Rede von
Albert
Pfuhl
- Parteizugehörigkeit zum Zeitpunkt der Rede:
(SPD)
- Letzte offizielle eingetragene Parteizugehörigkeit: (SPD)
Frau Präsident! Meine Damen und Herren! Ich bedaure außerordentlich,
daß man eine so wichtige Frage, welche die Existenz unserer Wälder betrifft, bei einem solchen Klamauk verhandeln muß.
Lassen Sie mich zur Sache kommen. Wenn wir von Schutzwaldsanierung sprechen, dann ist das Thema Waldsterben auf dem Tisch. Das haben wir gemerkt. Wir sollten uns alle gemeinsam bemühen, in aller Sachlichkeit zu beraten, weil wir nur so sachliche Lösungen finden werden.
Das Thema ist alt. Die Bundesregierung hat bisher nach unserer Auffassung nicht genügend getan, um dieses Problem in den Griff zu bekommen.
— Sie werfen uns immer dieselbe Leier vor. Es ist von Ihrer Seite immer dieselbe Leier, daß Sie uns das vorwerfen.
Die Situation des Bergwaldes wird, wie wir gehört haben, Beratungsgegenstand der Tagung der internationalen Alpenschutzkommission an diesem Wochenende sein. Wir wissen, daß schon seit langer Zeit die Vertreter dieser Institution Sofortmaßnahmen zum Schutze des Bergwaldes suchen, da bereits Anzeichen einer „Schreckensvision" erkennbar sind. Wer den Artikel der „Süddeutschen Zeitung" über die Situation des Brenners gelesen hat, kann das erkennen. Auch in Vorarlberg in Osterreich ist dieses Thema auf der Tagesordnung. Dort sollen, wie ich in den letzten Tagen gelesen habe, von 100 Bäumen 93 erkrankt sein. Mir bleibt zu wenig Zeit, um den Forderungskatalog der CIPRA vorzulegen. Für die Verantwortlichen hier wäre es sicher hilfreich, wenn sie ihn einmal genauer studierten.
Freilich, meine Damen und Herren von der Regierung, wird man sehr oft als Panikmacher abgetan, wenn man Ihnen die Sorgen der Menschen oder der Organisationen im Lande vorstellt. Hier geht es nicht um Panikmache, sondern um das Erkennen und die Lösung der Probleme.
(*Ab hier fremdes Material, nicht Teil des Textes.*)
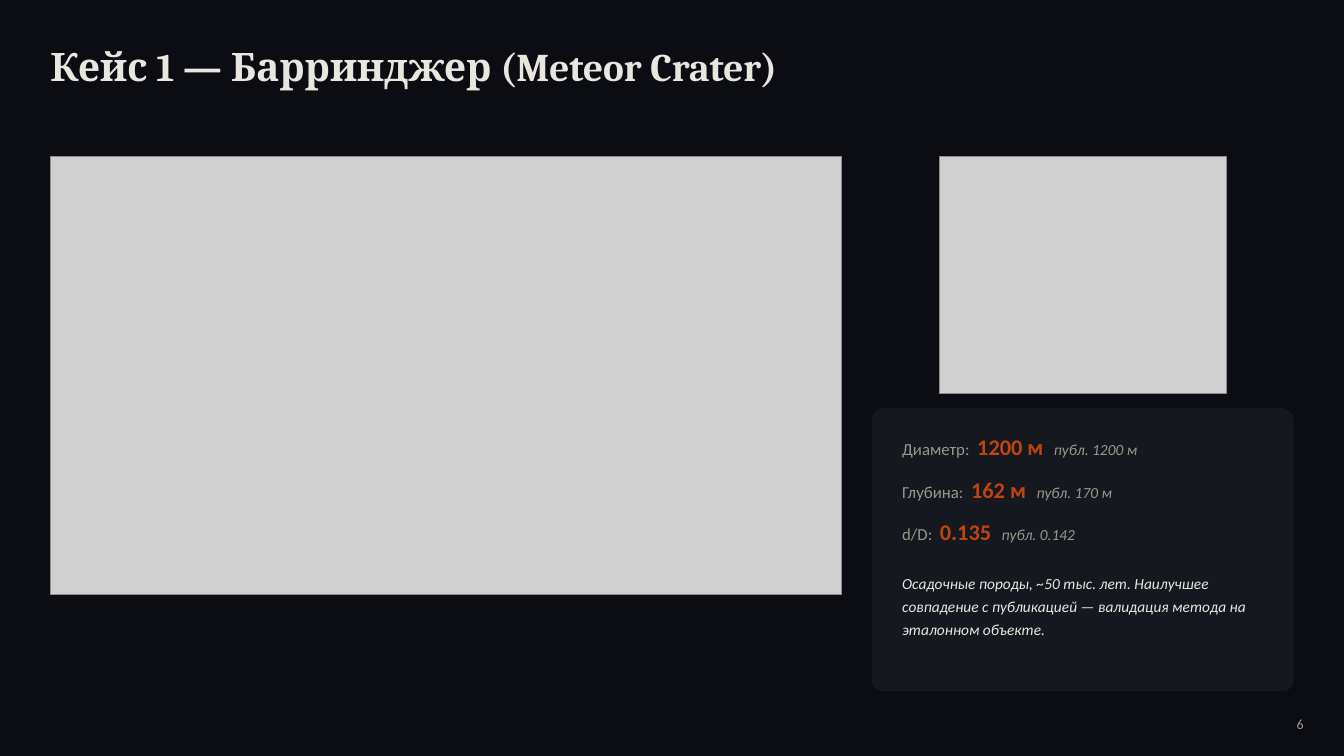
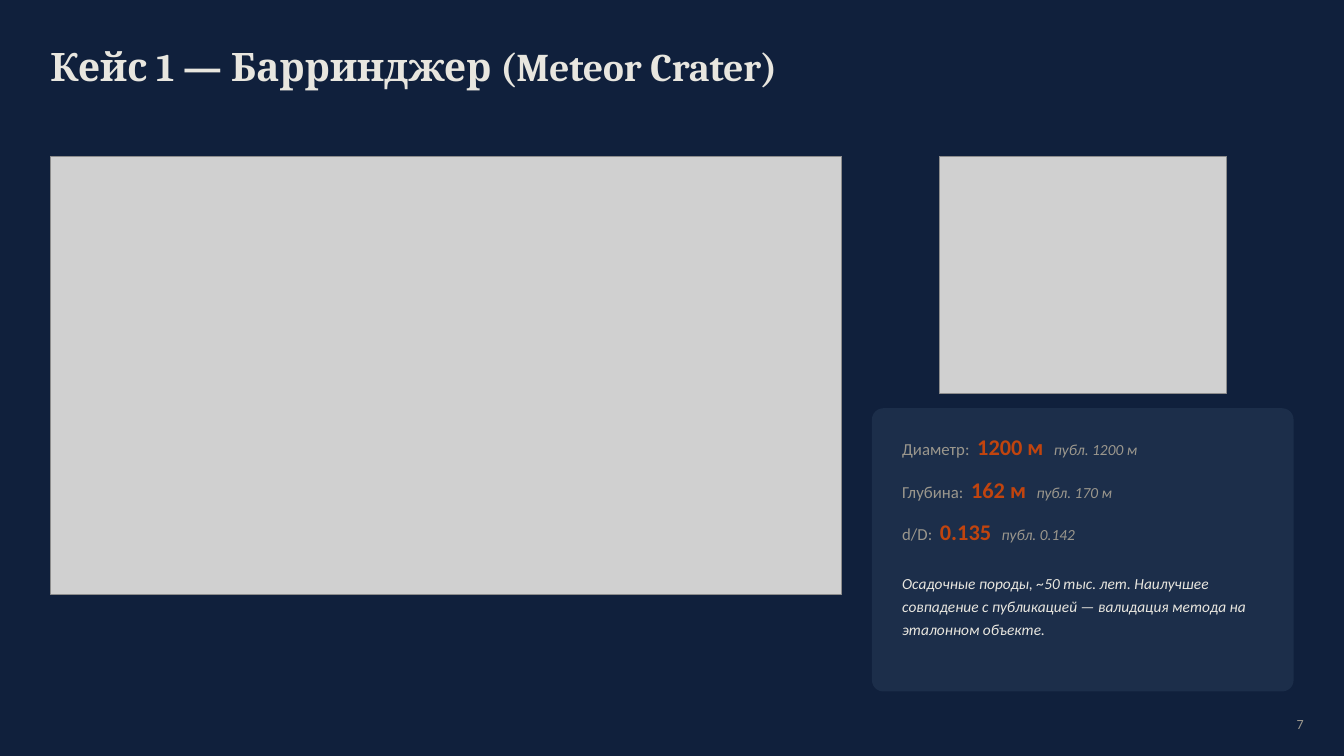
Before and after one commit to oterma19/craters-remote, a slide deck: slide 7 of crater_presentation.pptx (slide 6 before the commit). Drawn at 1344x756 pixels with LibreOffice and Linux fonts; fonts in the diff are those of the drawing; grey boxes stand for pictures. Boxes give left, top, right and bottom in pixels: in the first picture for what was removed or moved away, otherwise in the second. Text is boxed around its words. In the diff, an @@ line names an element or a change of style, - is before the commit and + after.

```diff
--- a/crater_presentation.pptx
+++ b/crater_presentation.pptx
@@ background #0B0D13 to #10203C @@
@@ rounded rectangle at [872,408,1294,692]: fill #15181F to #1C2E4A @@
@@ text at [1297,720,1304,729]: text changed @@
-6
+7
```
Also in this commit, not shown: 12 other slides changed, 2 slides added, 11 other files.

Wahrscheinlich können Sie den Forstleuten in den Alpen nicht den Vorwurf machen, daß sie Panikmache betreiben. Die Ergebnisse und die Ereignisse im Alpengebiet müßten Sie eigentlich aufgeschreckt haben, die Sichtbarmachung dessen, was die Schutzfunktion der Bergwälder eigentlich bedeutet. Sie hätten davon aufgeschreckt werden müssen, daß heute schon ganze Dörfer und Landstriche durch Hochwasser, Erdrutsche, Lawinen und Trinkwasserprobleme bedroht sind. Das uns allen am Herzen liegende herrliche Alpengebiet, ein Wirtschafts- und Erholungsgebiet, die Heimat vieler Menschen, ist in Gefahr.
Angesichts des offensichtlich völlig unzureichenden Kenntnisstandes hier muß man annehmen, daß die Informationen über den Zustand der Bergwälder noch nicht bis Bonn durchgedrungen sind.
Es gibt doch genügend staatliche und private Einrichtungen, die ihre Sorgen darüber vorgetragen haben und vortragen. Wir sollten uns gemeinsam bemühen, hier Vorsorge zu treffen, denn je später wir beginnen, desto größer werden die Schäden und auch die Kosten sein, die wir später zum Abstellen brauchen.
Der vorliegende Antrag der GRÜNEN zur Schutzwaldsanierung greift nach unserer Meinung zu kurz. Dieser Antrag sieht die eigentlichen Ursachen des Waldsterbens nicht genügend.
Wenn die Ursachen nicht beseitigt werden, ist ein Anpflanzen schnell wachsender Pionierpflanzen nach der Partsch-Methode ebensowenig sinnvoll wie die Angst vor dem Wildverbiß, den es in fünfzehn Jahren vielleicht gar nicht gibt, weil es nichts mehr zum Verbeißen gibt.
Deswegen stimmen wir dem Vorschlag des Altestenrates zu, den Antrag an die Ausschüsse zu überweisen, damit er dort mit Nüchternheit, Sachlichkeit und dem notwendigen Ernst behandelt werden kann.